In April, Monique Goldring decided to take her 8-month-old daughter, Phoenix, off life support and prepared to say goodbye to her first child.
At 7 months old, Phoenix started bleeding profusely from her nose. During the drive to the emergency room she turned blue and stopped breathing.
"I knew that she was gone," Goldring remembered.
The sudden cardiac arrest left her daughter with significant brain damage, so she stayed in the hospital on life support for nearly a month. Goldring asked doctors to remove the ventilator that helped Phoenix breathe after seeing how "tired" she was, she said.
Doctors told Monique she would only have six hours when they take her off life support.
Monique and the rest of the family prepared for for the worst and started saying their final goodbyes.
"Watch over your mommy in heaven. We will never forget you or your family" a nurse wrote. Even doctors and nurses wrote heartfelt messages for Monique as they prepared to take her off life support.
"I went home that night. A lot of people will think that's crazy but I was at peace with her," says Monique. "I called the next morning and they said she was up and hanging out."
Those six hours turned into six days then six months, then she was able to celebrate her first birthday this year!
She is continuing to defy the medical odds by living and thriving beyond what many expected.

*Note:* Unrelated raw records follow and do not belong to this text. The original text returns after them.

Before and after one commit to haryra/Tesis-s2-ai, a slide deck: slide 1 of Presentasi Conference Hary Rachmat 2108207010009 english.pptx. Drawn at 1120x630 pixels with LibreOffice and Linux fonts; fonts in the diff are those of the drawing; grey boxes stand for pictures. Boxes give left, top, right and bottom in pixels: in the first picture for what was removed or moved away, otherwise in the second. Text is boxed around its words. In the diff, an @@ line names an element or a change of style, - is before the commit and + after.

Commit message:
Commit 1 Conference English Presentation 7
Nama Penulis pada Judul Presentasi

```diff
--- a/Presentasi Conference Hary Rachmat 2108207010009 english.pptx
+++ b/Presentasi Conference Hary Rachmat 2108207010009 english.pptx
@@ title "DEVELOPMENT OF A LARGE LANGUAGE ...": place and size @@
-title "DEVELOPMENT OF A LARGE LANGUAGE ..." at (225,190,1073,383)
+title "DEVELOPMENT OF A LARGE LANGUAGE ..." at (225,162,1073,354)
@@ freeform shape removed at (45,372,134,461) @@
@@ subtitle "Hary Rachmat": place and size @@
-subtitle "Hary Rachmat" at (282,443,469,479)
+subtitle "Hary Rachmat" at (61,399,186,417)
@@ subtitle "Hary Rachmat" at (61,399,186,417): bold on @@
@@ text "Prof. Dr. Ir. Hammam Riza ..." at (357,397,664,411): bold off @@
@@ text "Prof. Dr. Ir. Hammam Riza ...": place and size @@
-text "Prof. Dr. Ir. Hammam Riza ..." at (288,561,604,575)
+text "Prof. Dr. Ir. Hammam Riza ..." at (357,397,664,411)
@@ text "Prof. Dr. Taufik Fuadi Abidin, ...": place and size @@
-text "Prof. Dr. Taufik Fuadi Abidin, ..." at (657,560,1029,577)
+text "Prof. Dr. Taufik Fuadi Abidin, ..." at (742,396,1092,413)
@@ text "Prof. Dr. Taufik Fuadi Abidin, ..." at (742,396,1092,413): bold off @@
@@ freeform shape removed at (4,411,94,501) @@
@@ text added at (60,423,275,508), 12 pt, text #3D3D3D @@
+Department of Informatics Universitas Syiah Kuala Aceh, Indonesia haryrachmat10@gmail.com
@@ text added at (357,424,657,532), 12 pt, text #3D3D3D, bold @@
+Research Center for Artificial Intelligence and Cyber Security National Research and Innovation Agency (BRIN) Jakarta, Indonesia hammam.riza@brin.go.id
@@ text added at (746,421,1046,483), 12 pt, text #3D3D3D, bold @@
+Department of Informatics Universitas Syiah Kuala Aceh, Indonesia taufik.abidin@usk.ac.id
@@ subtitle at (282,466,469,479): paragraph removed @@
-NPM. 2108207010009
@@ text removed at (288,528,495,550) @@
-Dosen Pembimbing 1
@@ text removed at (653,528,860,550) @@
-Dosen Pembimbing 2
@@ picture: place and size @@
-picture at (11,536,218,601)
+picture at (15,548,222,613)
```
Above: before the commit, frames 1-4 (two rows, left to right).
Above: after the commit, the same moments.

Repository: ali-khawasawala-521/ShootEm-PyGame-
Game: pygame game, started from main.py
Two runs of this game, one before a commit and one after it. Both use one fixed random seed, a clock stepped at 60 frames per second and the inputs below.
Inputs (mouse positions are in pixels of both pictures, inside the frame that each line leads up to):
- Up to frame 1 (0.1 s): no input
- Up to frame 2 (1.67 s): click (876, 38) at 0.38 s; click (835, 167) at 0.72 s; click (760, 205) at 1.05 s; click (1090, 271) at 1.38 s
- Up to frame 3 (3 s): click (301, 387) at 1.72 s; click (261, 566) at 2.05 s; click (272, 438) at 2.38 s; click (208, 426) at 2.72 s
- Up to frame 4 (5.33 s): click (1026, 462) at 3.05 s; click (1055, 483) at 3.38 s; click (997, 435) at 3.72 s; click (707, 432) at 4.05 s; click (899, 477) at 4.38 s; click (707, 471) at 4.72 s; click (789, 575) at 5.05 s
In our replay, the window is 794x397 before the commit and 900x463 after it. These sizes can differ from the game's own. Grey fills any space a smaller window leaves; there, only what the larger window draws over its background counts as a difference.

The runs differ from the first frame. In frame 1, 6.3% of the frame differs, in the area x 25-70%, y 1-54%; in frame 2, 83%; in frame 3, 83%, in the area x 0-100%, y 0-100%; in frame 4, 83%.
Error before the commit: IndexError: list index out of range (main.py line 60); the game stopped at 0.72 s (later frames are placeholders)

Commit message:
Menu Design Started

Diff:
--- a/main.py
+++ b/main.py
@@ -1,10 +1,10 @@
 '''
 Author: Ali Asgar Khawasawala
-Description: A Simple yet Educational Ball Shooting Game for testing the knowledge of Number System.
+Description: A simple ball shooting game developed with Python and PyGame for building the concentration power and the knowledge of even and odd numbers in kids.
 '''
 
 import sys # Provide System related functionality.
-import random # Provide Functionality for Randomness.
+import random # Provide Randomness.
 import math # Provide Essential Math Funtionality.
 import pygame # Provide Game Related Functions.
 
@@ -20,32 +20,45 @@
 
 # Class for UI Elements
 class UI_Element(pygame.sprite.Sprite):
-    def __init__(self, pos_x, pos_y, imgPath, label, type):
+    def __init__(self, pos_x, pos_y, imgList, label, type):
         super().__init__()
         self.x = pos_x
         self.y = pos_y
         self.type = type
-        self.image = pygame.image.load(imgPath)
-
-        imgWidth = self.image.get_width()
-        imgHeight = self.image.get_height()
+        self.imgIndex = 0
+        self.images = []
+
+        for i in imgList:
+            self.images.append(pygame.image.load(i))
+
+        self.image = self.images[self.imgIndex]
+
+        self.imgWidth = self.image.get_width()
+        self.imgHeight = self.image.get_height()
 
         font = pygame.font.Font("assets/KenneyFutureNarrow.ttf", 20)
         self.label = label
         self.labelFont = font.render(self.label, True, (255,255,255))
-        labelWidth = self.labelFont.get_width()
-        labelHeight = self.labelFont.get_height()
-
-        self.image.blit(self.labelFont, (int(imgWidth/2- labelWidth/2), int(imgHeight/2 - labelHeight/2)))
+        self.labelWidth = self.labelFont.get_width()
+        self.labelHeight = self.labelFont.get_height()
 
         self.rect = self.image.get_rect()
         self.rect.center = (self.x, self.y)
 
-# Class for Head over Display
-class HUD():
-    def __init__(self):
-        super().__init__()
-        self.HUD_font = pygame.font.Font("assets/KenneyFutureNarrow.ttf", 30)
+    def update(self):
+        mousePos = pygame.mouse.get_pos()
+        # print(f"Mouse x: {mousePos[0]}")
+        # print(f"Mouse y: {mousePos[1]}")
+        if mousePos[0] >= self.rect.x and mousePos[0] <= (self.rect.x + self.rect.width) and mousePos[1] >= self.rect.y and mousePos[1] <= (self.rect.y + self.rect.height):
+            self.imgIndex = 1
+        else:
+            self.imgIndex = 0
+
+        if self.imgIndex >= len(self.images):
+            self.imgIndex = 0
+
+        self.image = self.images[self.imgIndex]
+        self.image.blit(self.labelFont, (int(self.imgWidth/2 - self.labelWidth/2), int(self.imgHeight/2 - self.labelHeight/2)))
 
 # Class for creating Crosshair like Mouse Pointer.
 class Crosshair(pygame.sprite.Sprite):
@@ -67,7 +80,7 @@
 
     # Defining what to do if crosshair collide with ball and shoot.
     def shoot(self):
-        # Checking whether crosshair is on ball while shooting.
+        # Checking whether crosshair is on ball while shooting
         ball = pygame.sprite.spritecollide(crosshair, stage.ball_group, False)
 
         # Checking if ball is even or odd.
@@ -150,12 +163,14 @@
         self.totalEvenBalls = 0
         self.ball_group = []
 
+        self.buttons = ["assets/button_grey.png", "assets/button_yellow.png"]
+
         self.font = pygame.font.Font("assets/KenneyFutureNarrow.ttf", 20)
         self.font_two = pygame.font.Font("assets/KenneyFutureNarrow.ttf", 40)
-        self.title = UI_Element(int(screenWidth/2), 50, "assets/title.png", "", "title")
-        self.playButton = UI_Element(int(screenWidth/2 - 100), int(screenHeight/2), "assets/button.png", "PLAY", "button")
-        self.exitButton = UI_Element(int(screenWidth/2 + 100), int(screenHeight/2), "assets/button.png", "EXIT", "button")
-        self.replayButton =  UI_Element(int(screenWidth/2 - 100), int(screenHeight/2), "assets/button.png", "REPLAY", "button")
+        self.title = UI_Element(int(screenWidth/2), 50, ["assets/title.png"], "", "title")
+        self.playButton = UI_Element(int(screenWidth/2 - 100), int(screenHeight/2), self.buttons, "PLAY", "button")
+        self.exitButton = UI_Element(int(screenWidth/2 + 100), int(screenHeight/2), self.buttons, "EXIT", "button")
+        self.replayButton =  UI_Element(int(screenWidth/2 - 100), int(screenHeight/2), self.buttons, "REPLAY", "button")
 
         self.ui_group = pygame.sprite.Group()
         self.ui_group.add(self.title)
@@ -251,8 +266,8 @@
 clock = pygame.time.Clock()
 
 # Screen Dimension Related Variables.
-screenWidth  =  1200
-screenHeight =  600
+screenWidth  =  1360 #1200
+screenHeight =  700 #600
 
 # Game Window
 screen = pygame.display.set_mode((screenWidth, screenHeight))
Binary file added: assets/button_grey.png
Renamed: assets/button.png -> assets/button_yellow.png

Now, little Phoenix has rose again for another miracle: she's made it through a successful heart surgery that doctors around the country said was too dangerous to perform.
Goldring says Inova and Children's National initially declined the surgery, fearing that Phoenix wouldn't make it...
...through.
But, Monique kept praying another miracle would come. And it did!
"On November 15, 2019, Phoenix had a successful Glenn procedure and we are no longer living in fear of her outgrowing her shunt," Monique said.
Phoenix was born with a heart defect called double outlet right ventricle, which prevented her heart from properly circulating oxygen around her body on its own.
A series of surgeries are required to fix this and create new pathways for blood flow, including two separate "shunt" surgeries. A shunt is a medical term for a small passage that allows the movement of fluid between parts of the body.
Phoenix remains in the Cardiac Intensive Care Unit as she recovers. Doctors also performed a tracheostomy to help with her respiratory issues.
The family has created a gofundme campaign to help with the mounting medical expenses.